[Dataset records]
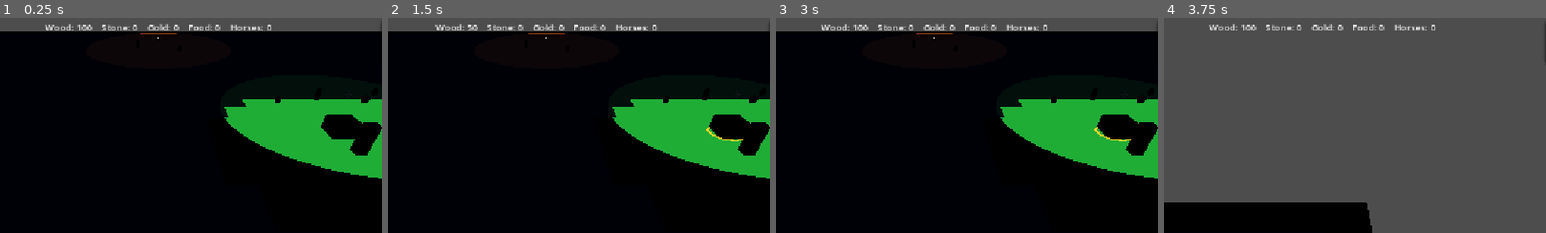
Above: before the commit, frames 1-4 (left to right).
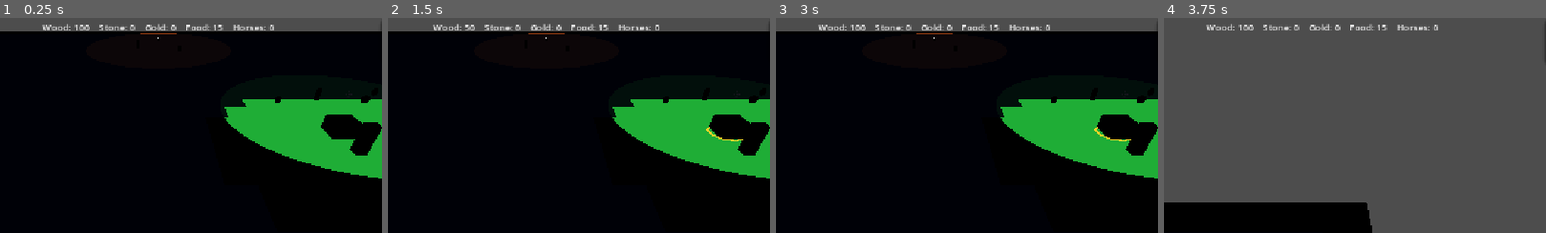
Above: after the commit, the same moments.

Repository: Ferrum-t/RTS-Game
Game: Godot game, scene res://Scenes/World/World.tscn
Two runs of this game, one before a commit and one after it. Both use one fixed random seed, a clock stepped at 60 frames per second and the inputs below.
Inputs (mouse positions are % of the whole screen's width and height, from its top left):
- Up to frame 1 (0.25 s): no input
- Up to frame 2 (1.5 s): click "TC" at 0.5 s; click "Worker (50W)" at 1.25 s
- Up to frame 3 (3 s): click "Pack" at 2 s; click "Cancel last" at 2.75 s
- Up to frame 4 (3.75 s): drag from (8, 85) to (60, 28) at 3.52 s
The pictures show only the part of the screen within x 29-79%, y 0-50%; the shares and areas given below are measured in that part.

The runs differ from the first frame. In frame 1, 0.9% of the frame differs, in the area x 11-72%, y 2-6%; in frame 2, 0.9%; in frame 3, 0.9%; in frame 4, 0.9%.

Commit message:
M21.1 Food display: start 15, train costs W1/S2/C2, queue refund food
Hard block via existing can_afford/spend. Siege food 0. No pop cap/yurt.

Diff:
--- a/Scripts/Managers/ResourceManager.gd
+++ b/Scripts/Managers/ResourceManager.gd
@@ -21,9 +21,11 @@
 	_ensure_team(1)
 	_set_stock(0, BaseResource.Type.WOOD, 100)
 	_set_stock(1, BaseResource.Type.WOOD, 100)
+	_set_stock(0, BaseResource.Type.FOOD, 15)
+	_set_stock(1, BaseResource.Type.FOOD, 15)
 	_sync_hud()
 	resources_changed.emit()
-	print("ResourceManager ready. Wood: ", wood, " Horses: ", horses, " (per-team stocks)")
+	print("ResourceManager ready. Wood: ", wood, " Food: ", food, " Horses: ", horses, " (per-team stocks)")
 
 
 func _ensure_team(team_id: int) -> void:
@@ -46,7 +48,6 @@
 	horses = get_stock(0, BaseResource.Type.HORSES)
 
 
-## Build a cost dictionary from individual amounts.
 static func make_cost(
 	wood_amt: int = 0,
 	stone_amt: int = 0,
@@ -82,26 +83,11 @@
 	return int(bag.get(resource_type, 0))
 
 
-func _set_stock(team_id: int, resource_type: int, value: int) -> void:
+func _set_stock(team_id: int, resource_type: int, amount: int) -> void:
 	_ensure_team(team_id)
-	value = maxi(value, 0)
-	(_stocks[team_id] as Dictionary)[resource_type] = value
+	_stocks[team_id][resource_type] = maxi(0, amount)
 	if team_id == 0:
 		_sync_hud()
-
-
-## Remove up to amount; returns how many were actually removed (raid siphon).
-## team_id default 0 for legacy raid calls.
-func remove(resource_type: int, amount: int, team_id: int = 0) -> int:
-	if amount <= 0:
-		return 0
-	var have: int = get_stock(team_id, resource_type)
-	var taken: int = mini(amount, have)
-	if taken <= 0:
-		return 0
-	_set_stock(team_id, resource_type, have - taken)
-	resources_changed.emit()
-	return taken
 
 
 func can_afford(cost: Dictionary, team_id: int = 0) -> bool:
@@ -130,7 +116,7 @@
 
 
 func add(resource_type: int, amount: int, team_id: int = 0) -> void:
-	if amount <= 0:
+	if amount == 0:
 		return
 	_set_stock(team_id, resource_type, get_stock(team_id, resource_type) + amount)
 	resources_changed.emit()
@@ -142,8 +128,6 @@
 				print("Stockpile Stone: ", stone)
 			BaseResource.Type.HORSES:
 				print("Stockpile Horses: ", horses)
-			_:
-				pass
 
 
 func add_wood(amount: int, team_id: int = 0) -> void:
@@ -166,10 +150,12 @@
 	add(BaseResource.Type.HORSES, amount, team_id)
 
 
-func debug_stock_line(team_id: int) -> String:
-	return "team=%d W=%d S=%d H=%d" % [
-		team_id,
+func debug_print_team(team_id: int) -> void:
+	print(
+		"Team ", team_id, " stocks W:",
 		get_stock(team_id, BaseResource.Type.WOOD),
+		" S:",
 		get_stock(team_id, BaseResource.Type.STONE),
+		" H:",
 		get_stock(team_id, BaseResource.Type.HORSES),
-	]
+	)

### Work request
Please leave out the pictures as you reproduce the lines exactly, from the first line of the entries through the line containing "Game: Godot game, scene".

### Your solution
Above: before the commit, frames 1-4 (left to right).
Above: after the commit, the same moments.

Repository: Ferrum-t/RTS-Game
Game: Godot game, scene res://Scenes/World/World.tscn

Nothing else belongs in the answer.